É o que afirma ex-colono ultra-ortodoxo forçado a deixar a Faixa de Gaza
JERUSALÉM – David Hoffman nasceu em Boston, 58 anos atrás, numa família de judeus ortodoxos de origem russa. Aos cinco anos de idade, mudou-se com os pais para Phoenix, Arizona, onde cresceu, fez um curso universitário de humanidades e artes, e tornou-se um construtor de mikvas, os cubículos com uma espécie de banheira que os judeus ortodoxos utilizam para lavar alimentos não preparados por judeus ou para se purificarem, imergindo na água, quando por exemplo termina a menstruação de uma mulher e ela vai ter relações sexuais com o marido.
Em 1993, Hoffman, então um solteiro de 46 anos, veio a Israel como turista. Sentiu-se bem no país e resolveu ficar, fazendo o alia (elevação), a nacionalização concedida pelo governo israelense, com base no “direito de nascimento” dos judeus. “Apresentei a katuba (certidão de casamento) dos meus pais e saí do escritório como nacional israelense”, recorda Hoffman, que reconhece que o seu hebraico não é dos melhores: “Quando me ouvem em hebraico, todos pedem para eu falar em inglês.”
Hoffman contatou então a organização Gush Emunim (Bloco dos Fiéis), que se encarrega de instalar imigrantes, e disse a eles que qualquer lugar servia. “Qualquer lugar?”, perguntaram.
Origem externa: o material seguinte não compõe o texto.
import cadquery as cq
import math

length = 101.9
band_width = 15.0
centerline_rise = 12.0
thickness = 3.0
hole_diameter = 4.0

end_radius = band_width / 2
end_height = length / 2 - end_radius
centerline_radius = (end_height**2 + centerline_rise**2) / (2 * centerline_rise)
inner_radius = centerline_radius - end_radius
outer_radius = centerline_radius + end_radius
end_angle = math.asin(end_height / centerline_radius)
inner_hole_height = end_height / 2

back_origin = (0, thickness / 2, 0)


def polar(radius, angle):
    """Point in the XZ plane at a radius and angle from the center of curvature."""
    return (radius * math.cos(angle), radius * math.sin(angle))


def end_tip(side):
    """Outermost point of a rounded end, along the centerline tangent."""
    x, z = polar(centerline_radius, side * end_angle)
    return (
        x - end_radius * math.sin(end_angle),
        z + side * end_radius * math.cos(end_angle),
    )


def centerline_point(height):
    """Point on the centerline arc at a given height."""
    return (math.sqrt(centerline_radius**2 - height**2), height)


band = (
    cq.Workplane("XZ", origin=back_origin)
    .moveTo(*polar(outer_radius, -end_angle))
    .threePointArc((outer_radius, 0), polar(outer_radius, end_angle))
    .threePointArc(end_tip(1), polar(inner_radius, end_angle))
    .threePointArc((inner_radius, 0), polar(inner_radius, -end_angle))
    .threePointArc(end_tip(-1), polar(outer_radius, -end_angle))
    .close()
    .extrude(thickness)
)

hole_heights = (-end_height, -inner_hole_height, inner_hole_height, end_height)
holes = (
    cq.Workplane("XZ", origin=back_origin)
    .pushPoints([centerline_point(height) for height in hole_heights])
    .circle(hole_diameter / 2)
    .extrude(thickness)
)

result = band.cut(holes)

Ele confirmou. Mandaram-no para Gush Katif (Cinturão da Colheita), assentamento judaico cercado por palestinos no formigueiro humano da Faixa de Gaza. Lá, Hoffman continuou fazendo o que sabia, instalando mikvas, em todo o país, para uma empresa com sede no assentamento.
Ele não gosta dessa palavra, no entanto: “Assentamento dá idéia de que foi feito ontem. Gush Katif foi fundado há 34 anos.” A localidade onde ele morava, Naveida Kalim, com 3.500 moradores, tinha tudo o que tem um vilarejo: três lojas de roupas, uma de sapatos, duas pizzarias, padarias, um corretor de seguros, uma agência dos correios e outra de banco. No total, Gush Katif tinha 8.500 habitantes, distribuídos por 21 colônias.
No início, Hoffman morou num trailer de 44 metros quadrados. Em 2001, comprou uma casa de tijolos construída pelo governo. Não demorou muito, e começaram os ataques com foguetes kassam, um artefato caseiro do tamanho de uma a duas garrafas de vinho, que os palestinos lançavam contra o assentamento. Hoffman conta que, em três anos, foram 5 mil foguetes. Em Naveida Kalim, uma moça foi morta e muitas pessoas ficaram feridas, recorda Hoffman. “Os foguetes passavam por cima das nossas cabeças como pássaros. Com o tempo, nos acostumamos.”
Em agosto de 2004, Hoffman conheceu sua mulher, a canadense Ella, de 53 anos, que chegara um mês antes. Ella e o marido haviam decidido fazer alia. Ele morreu um mês antes da viagem, e ela seguiu adiante com os planos. Em janeiro de 2005, casou-se com Hoffman e se mudou para o assentamento.
Então veio a tragédia, do ponto de vista dos colonos. O primeiro-ministro Ariel Sharon resolveu desocupar a Faixa de Gaza. “Até o último instante, esperamos um milagre, não acreditamos que isso pudesse acontecer”, lembra Hoffman. “Sharon, um verdadeiro herói de guerra, que mandou construir minha casa, 12 anos antes, resolveu ir contra tudo o que fez ao longo de 30 anos.” As casas, a sinagoga, o cemitério com 41 corpos, tudo foi desmantelado em agosto. Hoffman e Ella foram alojados no Hotel Shalom, equivalente a um três estrelas, em Jerusalém, e aguardam uma moradia definitiva.
“Sharon não entendeu o significado de Israel, que é o de que nunca mais os judeus seriam expulsos de suas casas”, diz Hoffman, que ouviu falar que o primeiro-ministro pode não ser judeu: sua mãe, russa, se teria convertido ao judaísmo, talvez depois de dar a luz a ele. “Sharon achou que podia redesenhar as fronteiras de Israel, que foram determinadas por Deus”, interpreta Hoffman. “Então, Deus disse: basta.” E Sharon foi castigado, explica o ex-colono, referindo-se ao derrame sofrido pelo primeiro-ministro.
À pergunta sobre se não é igualmente injusto que os árabes tenham sido expulsos de suas casas pela ocupação de Israel, Hoffman responde que não: “Este não é o país deles. Deus fez Israel para os israelenses, assim como fez o Brasil para os brasileiros. Eles devem voltar para os países de onde vêm sua religião, seus costumes, suas músicas. Não quero que os árabes morram, só quero que vão embora.”